Yes, we do face memory leak issue. Here is the code we use to parse the html file and attached the input html file.

public void convertToMarkupTemplate(byte[] content, String destTemplateFile, boolean conditonalSection){
        HTMLDocument dct = new HTMLDocument(new ByteArrayInputStream(content),".");
        //Adding default date format in which the date value will come in which is iso
        addDateFormat(dct);
        //Adding style to fix column data overlapping in Russia locale. This style will wrap the data instead of overlapping.
        addStyle(dct);
        NodeList nodelist = dct.getDocumentElement().querySelectorAll("td");
        for (Node node : nodelist)
        {
            HTMLTableCellElement td = (HTMLTableCellElement)node;
            String text = td.getTextContent();
            Node textNode = dct.createTextNode(text);
            Node tr = td.getParentNode();
            if(text.contains("#list") || (text.contains("#if") && conditonalSection)) {
                //System.out.println("I am here" + text);
                Node parent = tr.getParentNode();
                parent.insertBefore(textNode, tr);
                parent.removeChild(tr);
            }
            else if(text.contains("#if") && !conditonalSection) {
                tr.insertBefore(textNode, td);
                tr.removeChild(td);
            }
        }
        dct.save(destTemplateFile);
        dct.getContext().dispose(); //added now
        dct.dispose(); // added now
    }

MainReport_Template.html.zip (13.0 KB)

Attaching the memory analysis we did with pictures showing big objects - Gmail - Re_ Compgireportmgmtserv profiling for memory leak.pdf (486.6 KB)

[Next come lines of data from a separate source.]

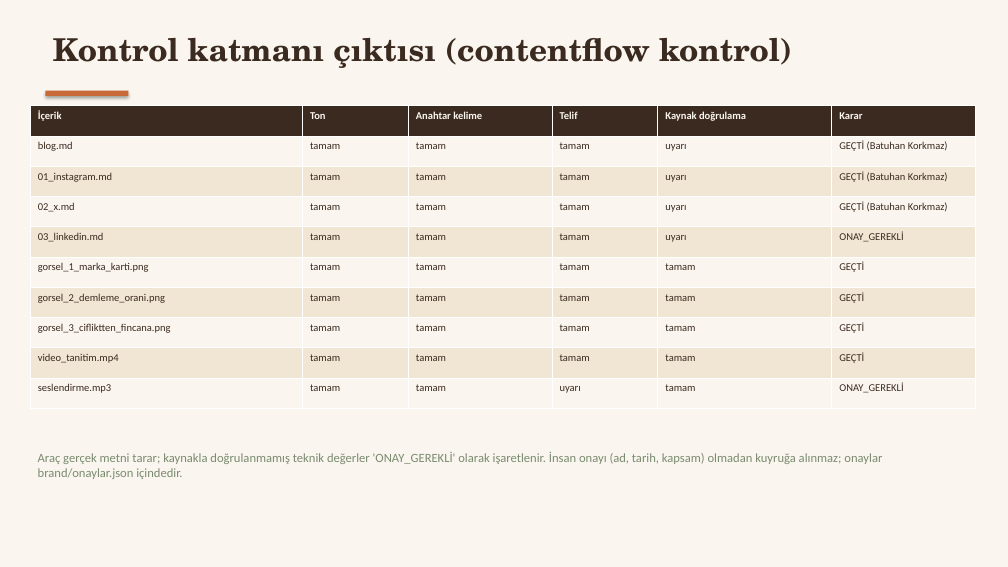
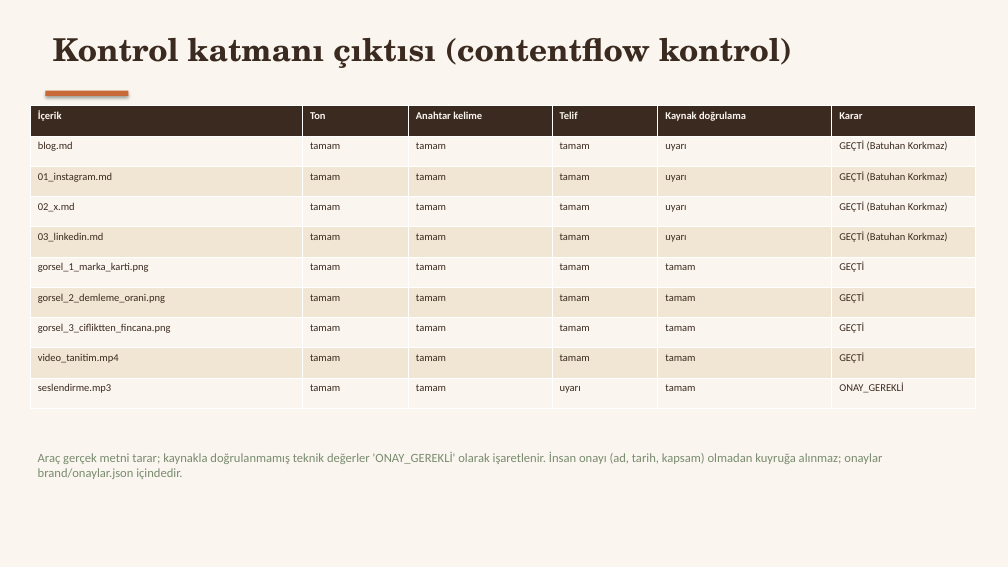
Before and after one commit to b4tukk/contentflow-kivam-kahve, a slide deck: slide 14 of deliverables/ContentFlow_Kivam_Kahve_Teslim_Sunumu.pptx. Drawn at 1008x567 pixels with LibreOffice and Linux fonts; fonts in the diff are those of the drawing. Boxes give left, top, right and bottom in pixels: in the first picture for what was removed or moved away, otherwise in the second. Text is boxed around its words. In the diff, an @@ line names an element or a change of style, - is before the commit and + after.

```diff
--- a/deliverables/ContentFlow_Kivam_Kahve_Teslim_Sunumu.pptx
+++ b/deliverables/ContentFlow_Kivam_Kahve_Teslim_Sunumu.pptx
@@ table at (30, 106, 975, 408) @@
-row 5, column 6: ONAY_GEREKLİ
+row 5, column 6: GEÇTİ (Batuhan Korkmaz)
```
Also in this commit, not shown: 6 other files.

Hope you are working on it. Please keep us posted as this is our live issue. We are paid customer, if you want us to post the same in paid support o give this a priority we can do that. Let us know how do you want to take it further.

@paypaluser

Thanks for providing the requested information.

We have logged an issue as HTMLJAVA-566 in our issue tracking system for this scenario. We will further investigate it in order to improve the memory consumption and inform you as soon as it is resolved. Please be patient and spare us some time.

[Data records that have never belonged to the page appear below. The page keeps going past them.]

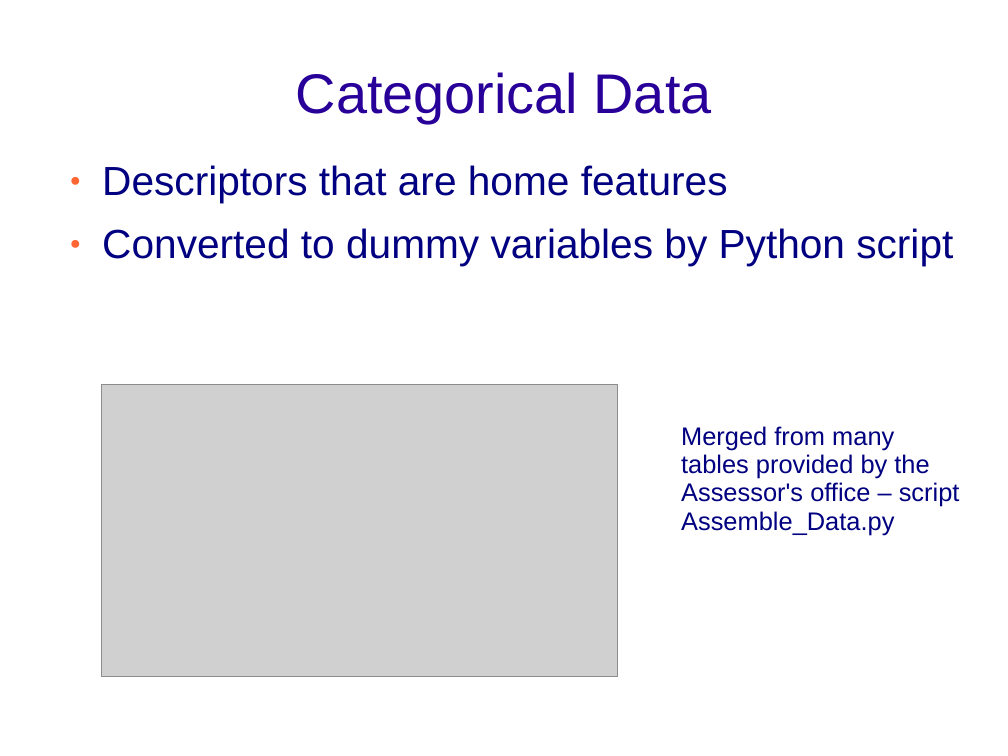
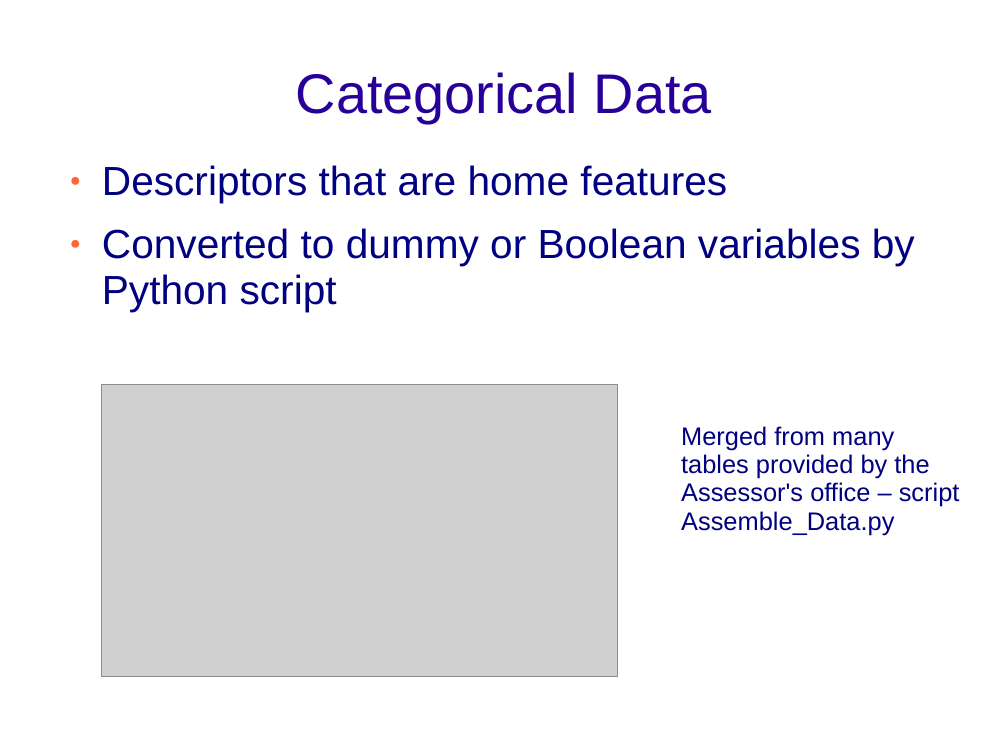
Before and after one commit to Vettejeep/Boulder_County_Home_Prices, a slide deck: slide 4 of MaherKevin.ppt. Drawn at 1008x756 pixels with LibreOffice and Linux fonts; fonts in the diff are those of the drawing; grey boxes stand for pictures; background and template pictures are left out. Boxes give left, top, right and bottom in pixels: in the first picture for what was removed or moved away, otherwise in the second. Text is boxed around its words. In the diff, an @@ line names an element or a change of style, - is before the commit and + after.

Commit message:
Add commentary on dummy variables
Add commentary that "leave one out" for dummy coding actually hurt model performance.

```diff
--- a/MaherKevin.ppt
+++ b/MaherKevin.ppt
@@ text at [102,228,915,312]: text changed @@
-● Converted to dummy variables by Python script
+● Converted to dummy or Boolean variables by Python script
```
Also in this commit, not shown: 7 other slides changed, 1 slide added, 1 other file.

We are sorry for the inconvenience.

PS: In free support model, the issue will be analysed/resolved on first come first serve basis and we will be able share any update/ETA once the investigation is done. In case the issue is a blocker for you, we recommend to post it under paid support forum so that it can be escalated on urgent basis.

Thanks. We have already posted in paid support as this is our priority issue… Hope you can take it as priority

@paypaluser

Have you opened a new ticket in paid support or created a ticket there with the reference of issue ID logged in this thread?